In the winter of 1995, I was sitting on the cold tile floor of the dressing room in a strip club in Rockland County. I was doing what I did every night--counting my money midway through my 4pm to 4am shift. I was tired. I needed a dancer's working vacation in the sun. I set my sights on Hawaii since my friend, Kaylani and a friend of hers named Bella were going out there anyway. I had my dark hair cut into a bob and had it perfectly tinted a shade of blond that realistically matched the color of my olive skin or at least I thought so.
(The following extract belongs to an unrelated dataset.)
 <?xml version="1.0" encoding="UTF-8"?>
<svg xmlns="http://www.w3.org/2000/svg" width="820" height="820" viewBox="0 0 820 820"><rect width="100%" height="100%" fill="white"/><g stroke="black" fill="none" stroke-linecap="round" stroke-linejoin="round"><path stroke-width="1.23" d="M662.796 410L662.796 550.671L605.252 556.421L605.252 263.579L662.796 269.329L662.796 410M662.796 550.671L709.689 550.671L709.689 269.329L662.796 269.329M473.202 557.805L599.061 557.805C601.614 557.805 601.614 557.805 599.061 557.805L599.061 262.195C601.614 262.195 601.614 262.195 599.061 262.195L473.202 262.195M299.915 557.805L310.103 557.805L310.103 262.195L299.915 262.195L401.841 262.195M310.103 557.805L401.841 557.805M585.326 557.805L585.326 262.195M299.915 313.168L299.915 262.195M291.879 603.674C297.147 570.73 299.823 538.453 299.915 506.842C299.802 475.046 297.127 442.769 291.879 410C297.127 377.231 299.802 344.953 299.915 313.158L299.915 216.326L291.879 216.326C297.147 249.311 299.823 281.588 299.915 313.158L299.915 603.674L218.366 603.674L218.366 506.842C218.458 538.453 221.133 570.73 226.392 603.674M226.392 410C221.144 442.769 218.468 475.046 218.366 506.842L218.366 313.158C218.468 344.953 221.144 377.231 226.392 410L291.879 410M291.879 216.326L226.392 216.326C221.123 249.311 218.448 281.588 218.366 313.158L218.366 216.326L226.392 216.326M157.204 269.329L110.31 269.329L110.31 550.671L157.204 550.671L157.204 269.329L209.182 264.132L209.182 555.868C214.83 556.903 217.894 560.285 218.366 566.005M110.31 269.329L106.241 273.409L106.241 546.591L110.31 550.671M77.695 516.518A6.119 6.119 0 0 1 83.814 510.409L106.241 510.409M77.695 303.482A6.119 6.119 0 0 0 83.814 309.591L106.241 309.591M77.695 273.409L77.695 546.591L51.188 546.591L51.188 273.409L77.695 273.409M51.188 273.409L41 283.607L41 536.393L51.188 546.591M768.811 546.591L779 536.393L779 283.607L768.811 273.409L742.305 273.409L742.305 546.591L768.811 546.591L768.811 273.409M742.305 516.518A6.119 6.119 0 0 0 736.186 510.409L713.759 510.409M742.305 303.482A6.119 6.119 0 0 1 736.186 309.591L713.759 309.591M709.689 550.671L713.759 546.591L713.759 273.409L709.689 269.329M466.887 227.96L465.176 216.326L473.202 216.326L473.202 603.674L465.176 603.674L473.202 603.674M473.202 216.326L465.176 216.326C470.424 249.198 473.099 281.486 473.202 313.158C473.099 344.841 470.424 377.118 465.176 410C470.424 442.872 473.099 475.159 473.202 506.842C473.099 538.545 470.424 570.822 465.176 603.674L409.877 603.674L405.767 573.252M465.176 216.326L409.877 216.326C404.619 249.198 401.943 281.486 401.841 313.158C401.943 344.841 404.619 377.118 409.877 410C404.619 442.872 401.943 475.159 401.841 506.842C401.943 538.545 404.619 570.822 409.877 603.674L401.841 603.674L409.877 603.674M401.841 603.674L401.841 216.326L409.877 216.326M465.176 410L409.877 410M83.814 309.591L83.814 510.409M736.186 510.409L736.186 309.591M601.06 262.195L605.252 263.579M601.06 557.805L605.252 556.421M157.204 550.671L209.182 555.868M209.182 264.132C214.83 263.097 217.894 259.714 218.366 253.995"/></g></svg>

I decided to go from the harsh east coast stage name of "Nico" to the softer and more cutesy name "Jesse" to fit my new hairdo.

Over the next 10 months, I flew back and forth from NYC to Honolulu about 3 times, breaking up my time between the two cities as if I was living between two neighboring states. For months at a time, I lived out of an inexpensive high rise hotel with a weekly rate on the less touristy side of Waikiki.

It was sunny everyday in Hawaii with the classic rainbow over beautifully volcanic chiseled mountains and yet, my mood remained as sallow as the color of the room where I lived. With or without my dangling chili pepper lights, candles, incense and the magazine cut outs, that I had plastered all over the walls to make it feel more homey, my days before running off to work felt like I was living in solitary. In a room, full of beige and orange interwoven cushions on furniture to match the variant bedspread, I felt the lingering presence of some malicious hotel interior designer who thought it would be the most practical to maintain an aura of hideous ennui for many many years to come.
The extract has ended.